Fork or baselineNotes
Original Call of Pripyat engine and gamedataCanonical behavior reference for vanilla script and resource behavior.
OpenXRay / xray-16Open-source X-Ray continuation used as the main local engine reference for XRF.
Call of Chernobyl engine familyUseful second opinion for evolved CoP-era behavior, but not the canonical baseline.
Anomaly / X-Ray Monolith familyHeavily modified fork family.
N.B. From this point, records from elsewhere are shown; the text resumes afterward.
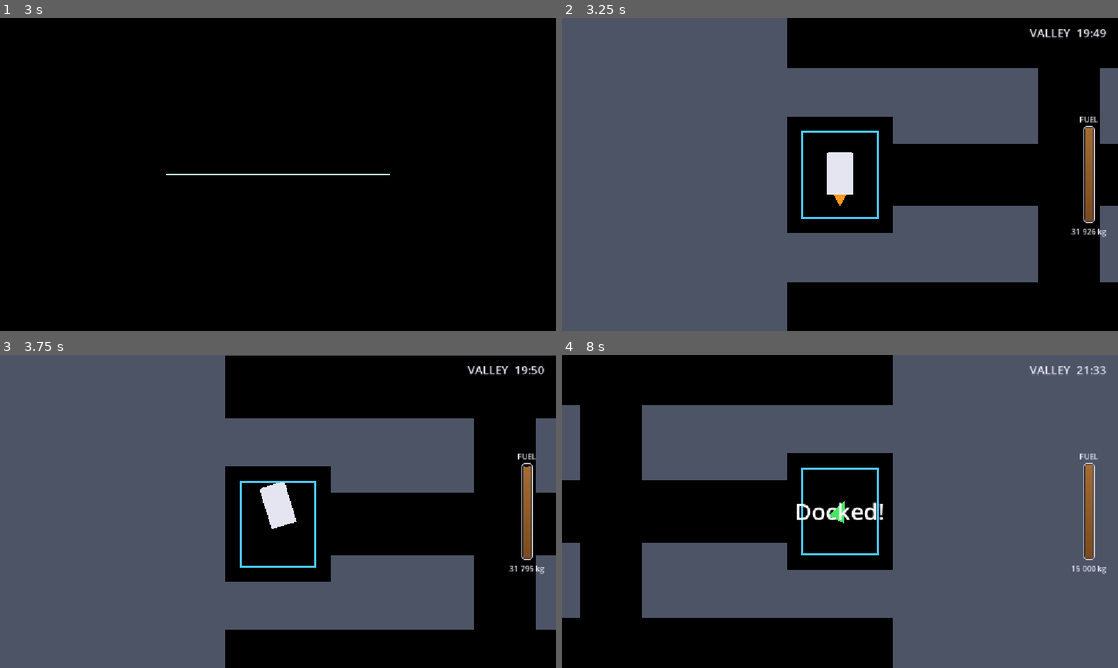
Above: before the commit, frames 1-4 (two rows, left to right).
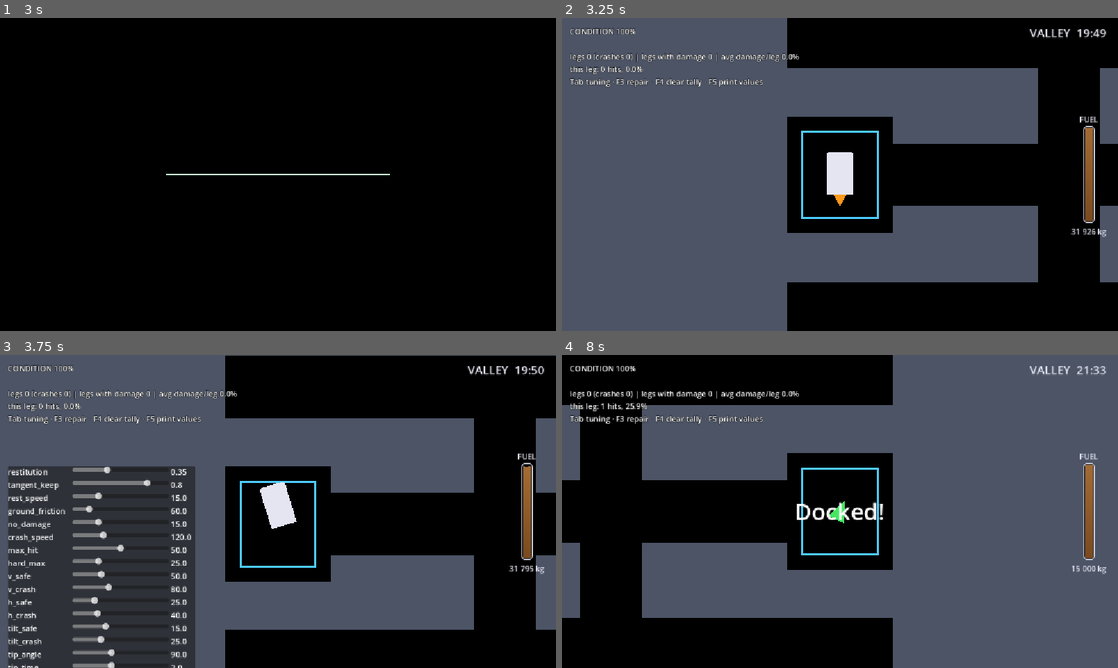
Above: after the commit, the same moments.

Repository: pkopczynski/lunar-lander
Game: Godot game, scene res://main.tscn
Same seed, same stepped clock (60 frames per second), same inputs: the game is played once before the commit and once after it.
Inputs (mouse positions are in pixels of both pictures, inside the frame that each line leads up to):
- Up to frame 1 (3 s): tap Enter (ui_accept) at 0.5, 0.77, 1.25, 1.52, 2.75 s; move the mouse to (400, 158) at 0.52 s; hold Right (ui_right) 0.53-1.28 s; tap Tab every 0.75 s from 0.6 to 2.85 s; click (400, 158) at 0.67 s; move the mouse to (166, 190) at 1.27 s; hold Down (ui_down) 1.28-2.03 s; tap R (restart) at 2 s; move the mouse to (333, 105) at 2.02 s; hold Right (ui_right) 2.03-2.78 s; move the mouse to (250, 237) at 2.77 s; hold Up (ui_up) from 2.78 s (still down); click (250, 237) at 2.92 s
- Up to frame 2 (3.25 s): keep holding Up (ui_up); tap Enter (ui_accept) at 3.02 s
- Up to frame 3 (3.75 s): move the mouse to (444, 558) at 3.52 s; release Up (ui_up) at 3.53 s; hold Left (ui_left) from 3.53 s (still down); tap Tab at 3.6 s
- Up to frame 4 (8 s): tap Enter (ui_accept) at 3.77, 4.52, 5.75, 6.02, 6.77, 7.52 s; tap R (restart) at 4.15, 5 s; move the mouse to (673, 464) at 4.27 s; tap Tab every 0.75 s from 4.35 to 7.35 s; move the mouse to (867, 511) at 5.02 s; release Left (ui_left) at 5.03 s; hold Down (ui_down) 5.03-5.78 s; click (867, 511) at 5.17 s; move the mouse to (756, 433) at 5.77 s; hold Right (ui_right) 5.78-6.53 s; move the mouse to (962, 495) at 6.52 s; hold Up (ui_up) 6.53-7.28 s; move the mouse to (728, 527) at 7.27 s; hold Right (ui_right) from 7.28 s (still down); click (728, 527) at 7.42 s

Frame 1 is identical in both runs. In frame 2, 1.1% of the frame differs, in the area x 1-43%, y 3-22%; in frame 3, 22%, in the area x 1-43%, y 3-100%; in frame 4, 1.2%.

Commit message:
chore(prototype): tune how hitting terrain feels (#101), never merged
Contact damages and bounces instead of crashing, landing bands on the pad,
tipped-over rule, live sliders (Tab), per-leg damage tally.

Co-Authored-By: Claude Opus 5.5 <noreply@anthropic.com>

Diff:
--- a/lander.gd
+++ b/lander.gd
@@ -98,6 +98,10 @@
 # Seedable, for tests.
 var rng := RandomNumberGenerator.new()
 var can_dock := true
+# PROTOTYPE (#101): condition, the last hit shown on screen, and how long the ship has rested tipped over.
+var condition := 100.0
+var last_hit_text := ""
+var tipped_time := 0.0
 # A line the resting message adds under Docked!/Landed!, such as the loading countdown.
 # Set it through show_status(): the message is rewritten every frame while resting.
 var status := ""
@@ -116,6 +120,9 @@
 
 func _ready() -> void:
 	rng.randomize()
+	var tuner := ImpactTuning.new()
+	tuner.lander = self
+	add_child.call_deferred(tuner)
 	start_docked(ShipType.SPARROW)
 
 
@@ -147,6 +154,8 @@
 
 # Puts the ship Landed on the pad, upright and at rest, keeping its ship type, dry mass and fuel.
 func reset_to_pad() -> void:
+	if state == State.CRASHED:
+		condition = 100.0
 	var hull_bottom := 0.0
 	for point in hull.polygon:
 		hull_bottom = maxf(hull_bottom, point.y)
@@ -249,11 +258,11 @@
 	move_and_slide()
 
 	if get_slide_collision_count() > 0:
-		if touched_only_ground() and is_safe_landing(impact_velocity):
-			land()
-		else:
-			crash()
-		return
+		handle_contact(impact_velocity, thrusting, delta)
+		if state != State.FLYING:
+			return
+	else:
+		tipped_time = 0.0
 
 	keep_inside_world()
 	cross_border()
@@ -400,6 +409,87 @@
 		and on_pad
 
 
+# PROTOTYPE (#101): contact damages and bounces instead of crashing.
+func handle_contact(impact_velocity: Vector2, thrusting: bool, delta: float) -> void:
+	var normal := Vector2.UP
+	var impact := 0.0
+	for i in get_slide_collision_count():
+		var c := get_slide_collision(i)
+		var s := -impact_velocity.dot(c.get_normal())
+		if s > impact:
+			impact = s
+			normal = c.get_normal()
+	var on_pad := absf(position.x - pad_center_x()) <= PAD_WIDTH / 2.0
+	if not in_deep_space and touched_only_ground() and on_pad and normal.y < -0.5:
+		var severity := landing_severity(impact_velocity)
+		if severity > 1.0:
+			last_hit_text = "CRASH: touchdown past the bands (%s)" % touchdown_text(impact_velocity)
+			crash()
+			return
+		if severity > 0.0:
+			var loss := severity * ImpactTuning.v("hard_max")
+			last_hit_text = "HARD LANDING −%d%% (%s)" % [roundi(loss), touchdown_text(impact_velocity)]
+			if take_damage(loss):
+				return
+		else:
+			last_hit_text = "landed (%s)" % touchdown_text(impact_velocity)
+		ImpactTuning.end_leg("landed")
+		land()
+		return
+	if impact >= ImpactTuning.v("crash_speed"):
+		last_hit_text = "CRASH: impact %d px/s" % roundi(impact)
+		crash()
+		return
+	if impact > ImpactTuning.v("no_damage"):
+		var share := (impact - ImpactTuning.v("no_damage")) / maxf(ImpactTuning.v("crash_speed") - ImpactTuning.v("no_damage"), 1.0)
+		var loss := share * ImpactTuning.v("max_hit")
+		last_hit_text = "HIT %d px/s −%d%%" % [roundi(impact), roundi(loss)]
+		if take_damage(loss):
+			return
+	if impact > ImpactTuning.v("rest_speed"):
+		var along := impact_velocity + normal * impact
+		velocity = along * ImpactTuning.v("tangent_keep") + normal * impact * ImpactTuning.v("restitution")
+	elif is_on_floor() and not thrusting:
+		velocity.x = move_toward(velocity.x, 0.0, ImpactTuning.v("ground_friction") * delta)
+	var tilt := absf(angle_difference(0.0, rotation))
+	if is_on_floor() and tilt > deg_to_rad(ImpactTuning.v("tip_angle")):
+		tipped_time += delta
+		if tipped_time >= ImpactTuning.v("tip_time"):
+			last_hit_text = "CRASH: tipped over"
+			crash()
+	else:
+		tipped_time = 0.0
+
+
+# 0 is a clean landing, (0, 1] inside the damaging bands, above 1 past them.
+func landing_severity(impact_velocity: Vector2) -> float:
+	var tilt := rad_to_deg(absf(angle_difference(0.0, rotation)))
+	var worst := 0.0
+	for axis in [[impact_velocity.y, "v"], [absf(impact_velocity.x), "h"], [tilt, "tilt"]]:
+		var lo: float = ImpactTuning.v(axis[1] + "_safe")
+		var hi: float = ImpactTuning.v(axis[1] + "_crash")
+		if axis[0] > lo:
+			worst = maxf(worst, (axis[0] - lo) / maxf(hi - lo, 0.001))
+	return worst
+
+
+func touchdown_text(impact_velocity: Vector2) -> String:
+	return "fall %d, side %d px/s, tilt %d°" % [roundi(impact_velocity.y), roundi(absf(impact_velocity.x)),
+		roundi(rad_to_deg(absf(angle_difference(0.0, rotation))))]
+
+
+# Returns true when the damage wrecked the ship.
+func take_damage(loss: float) -> bool:
+	condition = maxf(condition - loss, 0.0)
+	ImpactTuning.record_hit(loss)
+	print(last_hit_text, " -> condition %.1f%%" % condition)
+	if condition <= 0.0:
+		last_hit_text += " → 0%, CRASH"
+		crash()
+		return true
+	return false
+
+
 func land() -> void:
 	enter(State.LANDED)
 	settle()
@@ -409,6 +499,7 @@
 
 
 func dock() -> void:
+	ImpactTuning.end_leg("docked")
 	enter(State.DOCKED)
 	settle()
 	level_tween.tween_callback(docked_at_station.emit)
@@ -490,4 +581,5 @@
 
 
 func crash() -> void:
+	ImpactTuning.end_leg("crash")
 	enter(State.CRASHED)
--- /dev/null
+++ b/prototype_impact_tuning.gd
@@ -0,0 +1,127 @@
+# PROTOTYPE, throwaway: live tuning for "How hitting terrain feels" (issue #101).
+# Never merged. Tab shows the sliders, F3 repairs, F4 clears the tally.
+class_name ImpactTuning
+extends CanvasLayer
+
+# Static, so a scene reload (R in deep space, or after a crash) keeps them.
+static var values := {
+	"restitution": 0.35,        # share of impact speed kept as bounce
+	"tangent_keep": 0.8,        # share of speed along the surface kept on a hit
+	"rest_speed": 15.0,         # below this impact speed: no bounce, just rest
+	"ground_friction": 60.0,    # px/s² braking while resting/sliding on the floor
+	"no_damage": 15.0,          # px/s
+	"crash_speed": 120.0,       # px/s
+	"max_hit": 50.0,            # % condition lost just under crash speed
+	"hard_max": 25.0,           # % condition lost at the far end of a landing band
+	"v_safe": 50.0, "v_crash": 80.0,
+	"h_safe": 25.0, "h_crash": 40.0,
+	"tilt_safe": 15.0, "tilt_crash": 25.0,
+	"tip_angle": 90.0, "tip_time": 2.0,
+}
+const RANGES := {
+	"restitution": [0.0, 1.0, 0.05], "tangent_keep": [0.0, 1.0, 0.05],
+	"rest_speed": [0.0, 60.0, 1.0], "ground_friction": [0.0, 400.0, 10.0],
+	"no_damage": [0.0, 60.0, 1.0], "crash_speed": [40.0, 300.0, 5.0],
+	"max_hit": [0.0, 100.0, 5.0], "hard_max": [0.0, 100.0, 5.0],
+	"v_safe": [10.0, 150.0, 5.0], "v_crash": [10.0, 200.0, 5.0],
+	"h_safe": [5.0, 100.0, 5.0], "h_crash": [5.0, 150.0, 5.0],
+	"tilt_safe": [0.0, 45.0, 1.0], "tilt_crash": [0.0, 90.0, 1.0],
+	"tip_angle": [30.0, 180.0, 5.0], "tip_time": [0.0, 5.0, 0.25],
+}
+
+# The tally: one entry per leg (lift-off to the next landing/dock/crash).
+static var legs: Array[Dictionary] = []
+static var leg_hits := 0
+static var leg_damage := 0.0
+
+static func v(key: String) -> float:
+	return values[key]
+
+var panel: VBoxContainer
+var readout: Label
+var lander: Lander
+
+
+func _ready() -> void:
+	layer = 50
+	readout = Label.new()
+	readout.position = Vector2(16, 16)
+	readout.add_theme_font_size_override("font_size", 16)
+	readout.add_theme_color_override("font_outline_color", Color.BLACK)
+	readout.add_theme_constant_override("outline_size", 4)
+	add_child(readout)
+	var bg := PanelContainer.new()
+	bg.position = Vector2(16, 230)
+	add_child(bg)
+	panel = VBoxContainer.new()
+	bg.add_child(panel)
+	for key in values:
+		var row := HBoxContainer.new()
+		var name_label := Label.new()
+		name_label.custom_minimum_size.x = 130
+		name_label.text = key
+		var value_label := Label.new()
+		value_label.custom_minimum_size.x = 50
+		value_label.text = str(values[key])
+		var slider := HSlider.new()
+		slider.custom_minimum_size.x = 200
+		slider.focus_mode = Control.FOCUS_NONE
+		slider.min_value = RANGES[key][0]
+		slider.max_value = RANGES[key][1]
+		slider.step = RANGES[key][2]
+		slider.value = values[key]
+		slider.value_changed.connect(func(x: float) -> void:
+			values[key] = x
+			value_label.text = str(x))
+		row.add_child(name_label)
+		row.add_child(slider)
+		row.add_child(value_label)
+		panel.add_child(row)
+	bg.visible = false
+
+
+func _unhandled_input(event: InputEvent) -> void:
+	if event is InputEventKey and event.pressed and not event.echo:
+		match event.keycode:
+			KEY_TAB:
+				panel.get_parent().visible = not panel.get_parent().visible
+			KEY_F3:
+				lander.condition = 100.0
+			KEY_F4:
+				legs.clear()
+				leg_hits = 0
+				leg_damage = 0.0
+			KEY_F5:
+				print("TUNING ", values)
+
+
+static func record_hit(damage: float) -> void:
+	leg_hits += 1
+	leg_damage += damage
+
+
+static func end_leg(how: String) -> void:
+	legs.append({"how": how, "hits": leg_hits, "damage": leg_damage})
+	print("LEG %s: %d hits, %.1f%% damage" % [how, leg_hits, leg_damage])
+	leg_hits = 0
+	leg_damage = 0.0
+
+
+func _process(_delta: float) -> void:
+	var lines := PackedStringArray()
+	lines.append("CONDITION %d%%" % roundi(lander.condition))
+	lines.append(lander.last_hit_text)
+	var hit_legs := 0
+	var total := 0.0
+	var landings := 0
+	for leg in legs:
+		total += leg.damage
+		if leg.hits > 0:
+			hit_legs += 1
+		if leg.how != "crash":
+			landings += 1
+	lines.append("legs %d (crashes %d) | legs with damage %d | avg damage/leg %.1f%%" % [
+		legs.size(), legs.size() - landings, hit_legs, total / maxf(legs.size(), 1)])
+	lines.append("this leg: %d hits, %.1f%%" % [leg_hits, leg_damage])
+	lines.append("Tab tuning · F3 repair · F4 clear tally · F5 print values")
+	readout.text = "\n".join(lines)

Expect changed exports, fixes, callbacks, and engine-side assumptions.
OGSR EngineShadow of Chernobyl oriented fork with different compatibility expectations.
Oxygen and other experimental forksTreat as fork-specific until the script API is checked directly.

Compatibility checklist

Before moving XRF scripts to a fork, check:

  • luabind class names and exported functions;
  • object_binder method behavior;
  • game class identifiers and section-to-class mappings;
  • console command names and accepted value types;
  • command line flags used by your launcher;
  • save/load packet order and marker expectations;
  • availability of Lua libraries such as jit, ffi, marshal, and lfs;
  • callback names and callback argument order;
  • ALife online/offline switching behavior.

When a fork disagrees with vanilla resources and OpenXRay source, document the fork behavior as fork-specific instead of treating it as the default.